The best way to use ad groups is by:
Identifying the offer or offers that you want to promote in your campaign
Do you have different landing pages that you want to promote?
Do you have more than one offer that you want to use?
Do you offer more than one product or service?
Grouping category-specific keywords
Do you have dozens of keywords that are not perfectly relevant?
Do you have more than 25 keywords that you want to target?
Do you want to test out different keywords or phrases?
For example, let’s say you are offering a free oil change and a free tire rotation. Obviously, people who are looking for one are not always looking for the other. This would be a good opportunity to separate keywords that are relevant to oil changes from keywords that are relevant to tire rotations.
You could then use both ad sets to target those two different service categories and create relevant ads for each. That way, you can effectively target both oil changes and tire rotations without competing against yourself.
For the other example, let’s say you’re in real estate and you work with both buyers and sellers. You may be tempted to target “sell a home” and “buy a home” within the same ad group. Despite only one word changing, those those two search queues have entirely opposite meanings.

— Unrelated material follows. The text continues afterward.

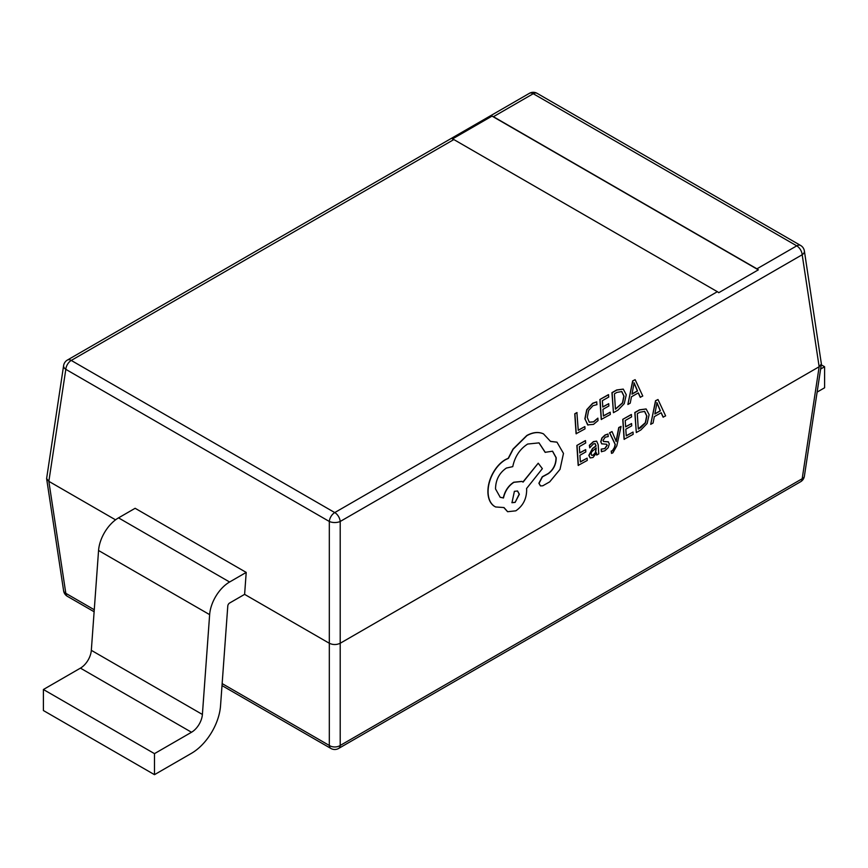 <?xml version="1.0" encoding="UTF-8"?>
<svg xmlns="http://www.w3.org/2000/svg" width="868" height="868" viewBox="0 0 868 868"><rect width="100%" height="100%" fill="white"/><g stroke="black" fill="none" stroke-linecap="round" stroke-linejoin="round"><path stroke-width="1.3" d="M556.898 442.148L550.529 441.345M552.482 451.165L556.008 457.62C556.019 464.239 553.437 469.534 548.261 473.505L542.24 476.782L538.876 483.259L540.428 485.874M538.941 442.832L545.137 452.315L552.58 451.208L556.182 457.707C556.193 464.326 553.61 469.621 548.435 473.592L542.424 476.868L539.061 483.346L540.525 485.917L542.771 485.798L549.715 481.849L560.023 469.371L563.484 453.411L556.996 442.192L550.583 441.454L543.476 433.87C538.518 431.7 533.017 432.286 526.963 435.606L513.194 449.168L508.42 458.358L505.686 459.617C500.467 462.655 496.105 467.494 492.59 474.134C489.281 480.655 487.794 487.089 488.131 493.447C488.575 499.284 490.572 503.494 494.109 506.098L495.617 506.966L503.982 507.552L507.65 511.708L515.82 510.829C522.937 505.935 526.55 498.97 526.659 489.953L526.561 488.532L542.359 468.655L538.214 463.208L523.078 482.12L521.961 481.436L513.921 482.315C508.55 485.82 505.067 491.038 503.473 497.982L500.218 497.299L495.53 488.944C495.65 479.928 499.263 472.962 506.369 468.058L512.76 466.637C514.865 456.611 519.823 449.081 527.646 444.047L539.028 442.875L545.321 452.402M521.874 481.393L513.747 482.228C508.366 485.733 504.883 490.952 503.288 497.896L500.131 497.255M538.214 463.208L522.927 482M503.852 507.585L507.563 511.664M543.476 433.87L543.292 433.783C538.344 431.613 532.833 432.199 526.778 435.519L513.01 449.081L508.236 458.271L505.512 459.53C500.293 462.568 495.921 467.407 492.416 474.047C489.096 480.568 487.61 487.002 487.946 493.36C488.402 499.198 490.387 503.407 493.925 506.011L495.519 506.923M621.076 426.416L618.927 427.642L616.237 441.508L612.038 431.559L609.716 432.872L615.303 444.459L614.566 447.562L612.58 450.785L611.376 451.165L611.528 453.389L612.884 452.836L616.801 445.87L621.076 426.416L618.743 427.555L616.052 441.421M612.038 431.559L609.542 432.785L615.13 444.373L614.392 447.476L612.396 450.698L611.202 451.078L611.528 453.389M606.406 444.177L607.036 445.23L604.714 448.55L601.209 449.114L601.383 451.696L604.822 450.796L608.197 447.704L609.325 443.863L608.153 441.725M608.479 441.899L603.575 441.497L603.043 440.434L605.18 437.222L608.251 436.55L607.915 434.033L605.061 434.998L601.86 437.993L600.732 441.79L601.893 443.96M608.294 441.812L603.401 441.411M596.555 441.118L593.354 441.649L589.361 445.295L589.708 447.812L593.473 443.884L595.122 443.602L596.099 446.011L592.638 448.593L589.014 455.472L590.229 457.924L593.039 457.49L596.5 452.89L596.707 455.06L598.779 453.888L598.171 444.709L596.641 441.161L593.528 441.736L589.546 445.382L589.708 447.812M596.403 453.183L596.707 455.06M590.056 457.837L588.83 455.385L592.453 448.506L595.925 445.924L595.025 443.559M638.24 392.933L640.226 397.284L642.776 396.025L635.137 379.663L632.848 380.965L627.868 404.499L630.222 403.153L631.459 396.795L638.36 392.868L640.41 397.37M635.137 379.663L632.663 380.878L627.868 404.499M623.224 389.103L616.671 389.971L611.94 392.651L613.448 412.691L618.005 410.108L624.255 403.653L626.262 394.788L623.289 389.135L616.855 390.058L612.124 392.737L613.448 412.691M610.171 412.202L603.401 416.054L602.945 409.338L608.88 405.974L608.728 403.685L602.793 407.049L602.37 400.669L608.772 397.034L608.435 394.647L599.896 399.497L601.231 419.45L610.323 414.47L610.171 412.202L603.379 415.87M608.728 403.685L602.783 406.875M596.793 401.949L592.811 403.37L586.92 409.772L585.043 418.886L587.647 424.886L593.528 424.376L598.041 420.6L597.868 418.137L593.679 421.902L589.285 422.217L587.278 417.454L588.623 410.466L592.996 405.681L596.978 404.651L596.62 401.862L592.638 403.284L586.746 409.685L584.858 418.799L588.037 425.103M597.868 418.137L593.506 421.815L589.101 422.13M453.845 139.553L717.348 291.691A7.725 4.459 60 0 1 718.747 292.7L758.328 269.85A7.725 4.459 -120 0 0 756.929 268.83L493.425 116.703A7.725 4.459 -120 0 0 492.026 116.106L452.445 138.956A7.725 4.459 60 0 1 453.845 139.553L71.252 360.437L334.755 512.576A7.725 4.459 -120 0 1 340.202 521.473L340.202 643.264L819.153 366.741L802.184 254.747L340.202 521.473A7.725 3.656 180 0 1 329.319 521.473L65.816 369.345A7.725 4.427 -171.4 0 1 63.614 365.591L46.612 478.572L48.847 481.339L115.552 519.845M584.858 426.589L578.251 430.344L576.894 412.582L574.757 413.797L576.081 433.75L585.01 428.868L584.858 426.589L578.24 430.159M587.126 458.141L580.356 461.993L579.911 455.288L585.835 451.913L585.683 449.635L579.759 452.998L579.336 446.608L585.726 442.973L585.401 440.597L576.862 445.447L578.186 465.4L587.278 460.42L587.126 458.141L580.345 461.809M585.683 449.635L579.748 452.814M633.022 432.058L626.251 435.91L625.806 429.193L631.73 425.819L631.578 423.541L625.654 426.904L625.231 420.524L631.622 416.89L631.296 414.503L622.757 419.352L624.081 439.306L633.173 434.325L633.022 432.058L626.24 435.725M631.578 423.541L625.644 426.731M646.085 408.958L639.532 409.826L634.801 412.506L636.309 432.546L640.866 429.953L647.116 423.508L649.123 414.644L646.15 408.991L639.705 409.913L634.985 412.593L636.309 432.546M661.101 412.788L663.087 417.139L665.626 415.88L657.998 399.519L655.709 400.821L650.718 424.354L653.083 423.009L654.309 416.651L661.21 412.723L663.271 417.226M657.998 399.519L655.524 400.734L650.718 424.354M246.208 572.413L229.597 582.005L118.525 517.87L135.137 508.29L246.208 572.413L244.613 594.363L329.319 643.264L329.319 521.473A7.725 4.459 120 0 1 334.755 512.576L717.348 291.691M817.124 392.097L824.6 387.779L824.6 366.752L821.258 364.82M820.618 369.052L824.6 366.752M244.613 594.363L229.597 603.032A2.571 1.486 120 0 0 227.785 606.005L220.537 705.814A41.208 23.794 -60 0 1 191.513 753.283L154.482 774.668L43.4 710.534L43.4 689.507L80.431 668.132A15.45 8.919 -60 0 0 91.324 650.327L98.561 550.507A28.329 16.351 120 0 1 118.525 517.87M229.597 582.005A28.329 16.351 120 0 0 209.644 614.642L202.396 714.462A15.45 8.919 -60 0 1 191.513 732.256L154.482 753.641L154.482 774.668M154.482 753.641L43.4 689.507M756.929 268.83L796.748 245.85A7.725 4.459 60 0 1 802.184 254.747A7.725 4.427 171.4 0 0 804.386 250.993A7.725 7.725 0 0 0 800.611 245.46L537.108 93.332A7.725 7.725 0 0 0 529.382 93.332L67.389 360.057A7.725 4.459 -120 0 1 71.252 360.437A7.725 4.459 120 0 0 65.816 369.345L48.847 481.339L65.816 593.321A7.725 4.427 171.4 0 1 63.614 590.793L46.612 478.572M222.154 683.593L329.319 745.46A7.725 5.197 180 0 0 340.202 745.46L340.202 643.264C336.567 644.957 332.943 644.957 329.319 643.264L329.319 745.46A7.725 4.459 120 0 0 330.892 748.455L222.013 685.59M804.386 250.993L821.388 363.985L819.153 366.741L802.184 478.735A7.725 4.427 -171.4 0 0 804.386 476.196L821.388 363.985M758.328 269.85L492.026 116.106M577.079 412.669L574.757 413.797M574.941 413.884L576.265 433.837M608.62 394.734L599.896 399.497M600.081 399.584L601.405 419.537M614.414 393.822L615.445 409.208L622.638 402.958L624.016 396.144L621.824 391.555L616.92 392.401L614.414 393.822M615.423 409.023L622.454 402.871L623.842 396.058L621.651 391.468M631.98 394.159L637.546 390.991L634.139 382.875L631.98 394.159M632.023 393.942L637.362 390.904L633.955 382.788M585.575 440.684L576.862 445.447M577.046 445.534L578.37 465.487M591.542 451.957L591.108 454.072L591.824 455.396L593.452 455.136L595.622 452.695L596.229 447.91L591.542 451.957M591.64 455.309L593.267 455.049L595.437 452.608L596.056 448.04M608.088 434.119L605.246 435.085L602.045 438.08L600.916 441.877L601.654 443.798L606.591 444.264L607.209 445.317L604.898 448.637L601.209 449.114M601.383 449.201L601.557 451.783M631.47 414.589L622.757 419.352M622.942 419.439L624.266 439.392M637.275 413.678L638.295 429.063L640.703 427.696L645.488 422.814L646.877 416L644.685 411.41L639.781 412.257L637.275 413.678M638.284 428.879L645.315 422.727L646.693 415.913L644.501 411.324M654.841 414.014L660.407 410.846L657 402.73L654.841 414.014M654.884 413.797L660.222 410.759L656.816 402.644M515.136 502.388L519.368 494.239L517.567 490.995L514.399 491.321L511.968 502.713L515.136 502.388L519.183 494.152L517.469 490.952M511.881 502.67L514.952 502.301M800.611 245.46A7.725 4.459 120 0 0 796.748 245.85L533.245 93.711L493.425 116.703M63.614 590.793A7.725 7.725 0 0 0 67.389 596.327A7.725 4.459 120 0 1 65.816 593.321L94.265 609.748M330.892 748.455A7.725 7.725 0 0 0 338.618 748.455A7.725 4.459 60 0 0 340.202 745.46L802.184 478.735A7.725 4.459 -120 0 1 800.611 481.729A7.725 7.725 0 0 0 804.386 476.196M209.644 614.642L98.561 550.507M202.396 714.462L91.324 650.327M191.513 732.256L80.431 668.132M529.382 93.332A7.725 4.459 60 0 1 533.245 93.711A7.725 4.459 120 0 1 537.108 93.332M67.389 360.057A7.725 7.725 0 0 0 63.614 365.591M94.124 611.756L67.389 596.327M800.611 481.729L338.618 748.455"/></g></svg>

Use two different ad sets to build an ad group for people looking to buy a home and a group for people looking to sell. That way you have more variety in your ads and in your offers, and aren’t limiting your own results.
Ads
Each ad has three primary elements.
Headline
Description
Destination
Your headline should be appealing and follow all the guidelines for how to write a good headline. It should pique curiosity, be relevant to the ad text and landing page, and should illustrate an actionable benefit. Most often, it includes an irresistible offer.
Your headline is the most important element of your ad because it’s often what will determine if people stop and click or keep scrolling. It’s also crucial that your headlines include your most relevant keywords. The keywords in your headlines will determine what search queues your ads appear for.
If you are promoting oil changes but your headline mentions nothing about oil changes, your ad will rank low and go unnoticed. If you are promoting oil changes but your headline sounds like an algorithm wrote it, you will rank high, but your ads will be easy to skip over.
For that very reason, your headlines should be personable, actionable, engaging, and be as relevant to your keywords as humanly possible.
The other element that determines your success is the description. Keywords also matter here, but it is more important to focus on illustrating a compelling support point in 90 characters or less. Illustrate the benefit of your offer and explain how the user can achieve it, while focusing on relevant keywords that are targeted in your headline.
Lastly, your destination page has an immeasurable affect on your ad performance. The keywords and topics mentioned throughout your landing page will determine not only the relevance of the keywords in your ad groups and ad text, but will determine how many results you will see.
Your landing page can be optimized for your objective by following best practices for landing pages. Elements like your content, keywords, headlines, CTA, and sales copy will all impact whether or not a user takes action.
Takeaways:
The best ways to manage a cost effective Google Ads campaign:
Cost control - Reduce your costs and maximize your results by defining a cost limit for achieving each desired action.
Ad groups - Separate irrelevant keywords and offers by using multiple ad groups.
Keywords - Target niche keywords that are defined by phrases, rather than a broad match.
Headline - Create keyword relevant headlines that appeal to human emotions and desires.
Landing page - Optimize your landing page with relevant keywords, potent sales copy, and a clear call to action.